*** Data extract ***
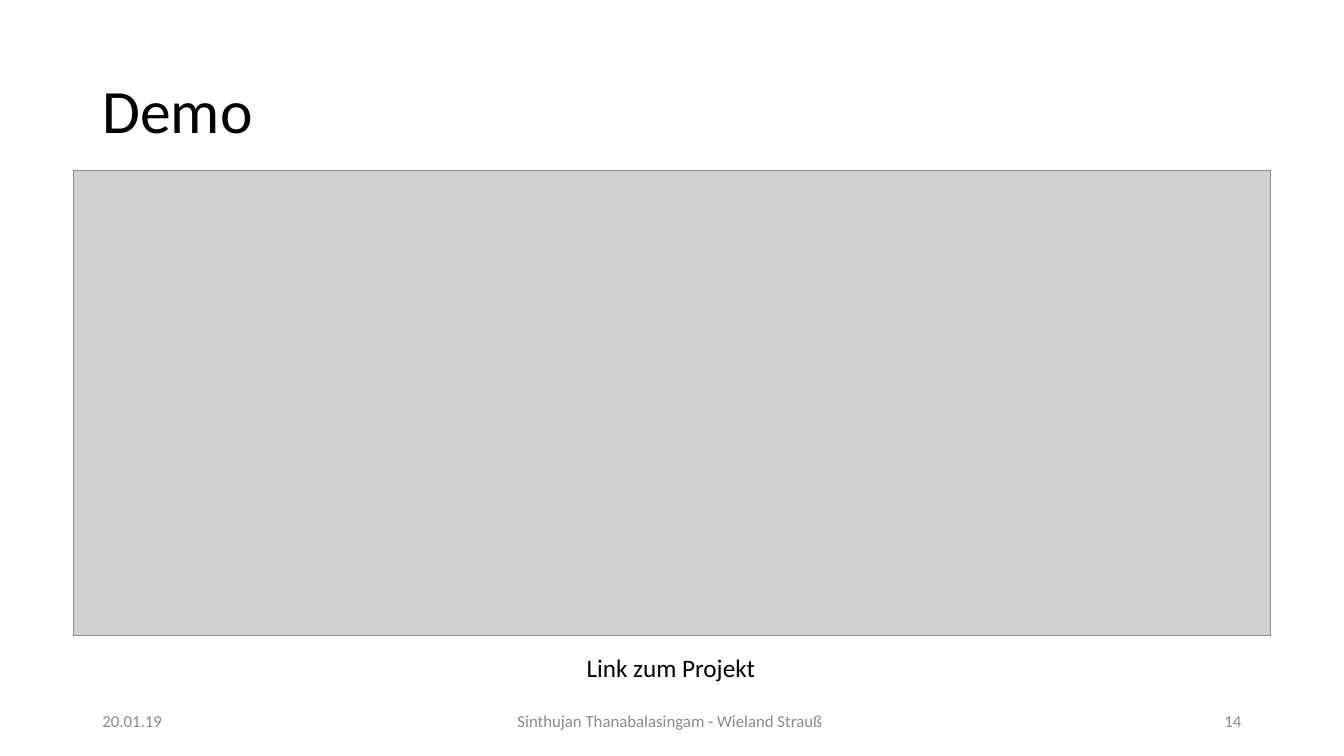
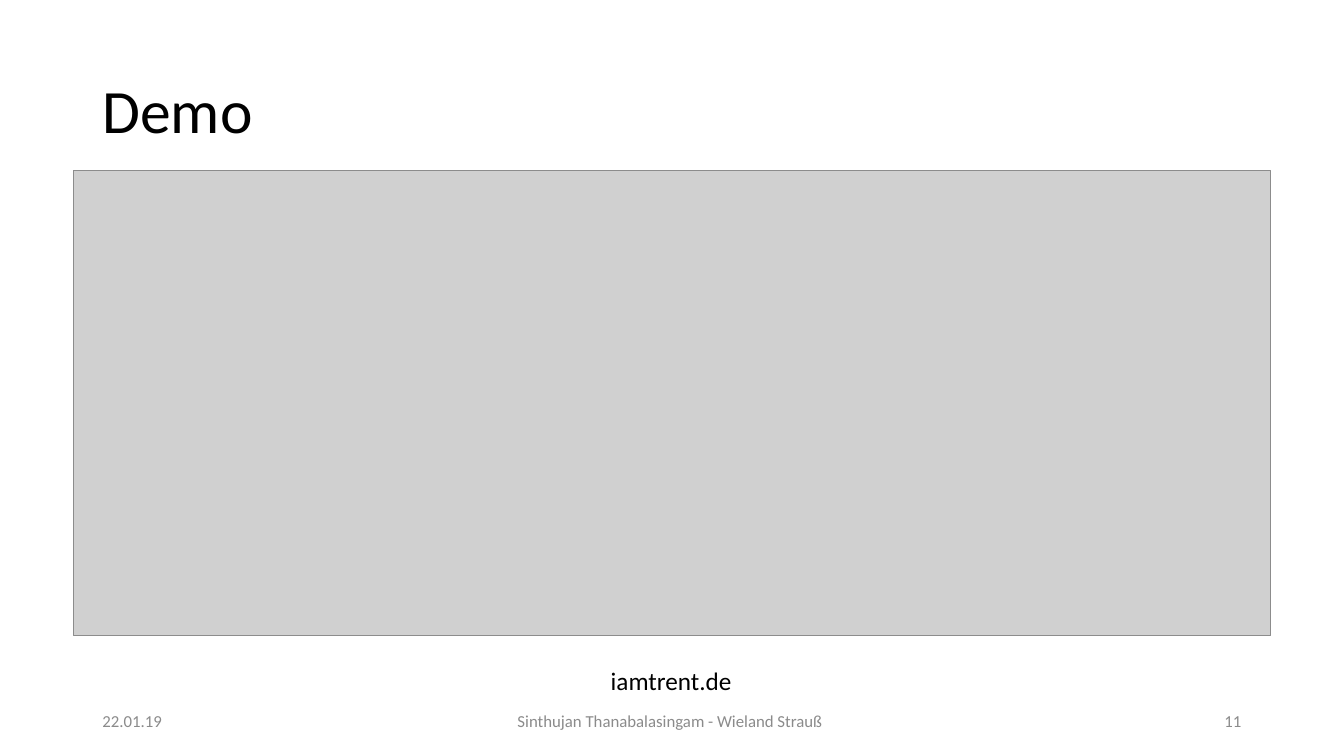
Before and after one commit to edisontrent1337/SCC_TimeTracker, a slide deck: slide 11 of orga/SCC_TimeTracker_final_presentation.pptx (slide 14 before the commit). Drawn at 1344x756 pixels with LibreOffice and Linux fonts; fonts in the diff are those of the drawing; grey boxes stand for pictures. Boxes give left, top, right and bottom in pixels: in the first picture for what was removed or moved away, otherwise in the second. Text is boxed around its words. In the diff, an @@ line names an element or a change of style, - is before the commit and + after.

```diff
--- a/orga/SCC_TimeTracker_final_presentation.pptx
+++ b/orga/SCC_TimeTracker_final_presentation.pptx
@@ text at [611,672,732,690]: text changed @@
-Link zum Projekt
+iamtrent.de
@@ text at [102,716,161,727]: text changed @@
-20.01.19
+22.01.19
@@ page number at [1224,716,1241,727]: text changed @@
-14
+11
```
Also in this commit, not shown: 7 other slides changed, 1 slide added, 5 slides removed, 19 other files.
***
*Task item*
Your copy should match the records word for word, with the pictures removed.

*Problem solution*
Before and after one commit to edisontrent1337/SCC_TimeTracker, a slide deck: slide 11 of orga/SCC_TimeTracker_final_presentation.pptx (slide 14 before the commit). Drawn at 1344x756 pixels with LibreOffice and Linux fonts; fonts in the diff are those of the drawing; grey boxes stand for pictures. Boxes give left, top, right and bottom in pixels: in the first picture for what was removed or moved away, otherwise in the second. Text is boxed around its words. In the diff, an @@ line names an element or a change of style, - is before the commit and + after.

```diff
--- a/orga/SCC_TimeTracker_final_presentation.pptx
+++ b/orga/SCC_TimeTracker_final_presentation.pptx
@@ text at [611,672,732,690]: text changed @@
-Link zum Projekt
+iamtrent.de
@@ text at [102,716,161,727]: text changed @@
-20.01.19
+22.01.19
@@ page number at [1224,716,1241,727]: text changed @@
-14
+11
```
Also in this commit, not shown: 7 other slides changed, 1 slide added, 5 slides removed, 19 other files.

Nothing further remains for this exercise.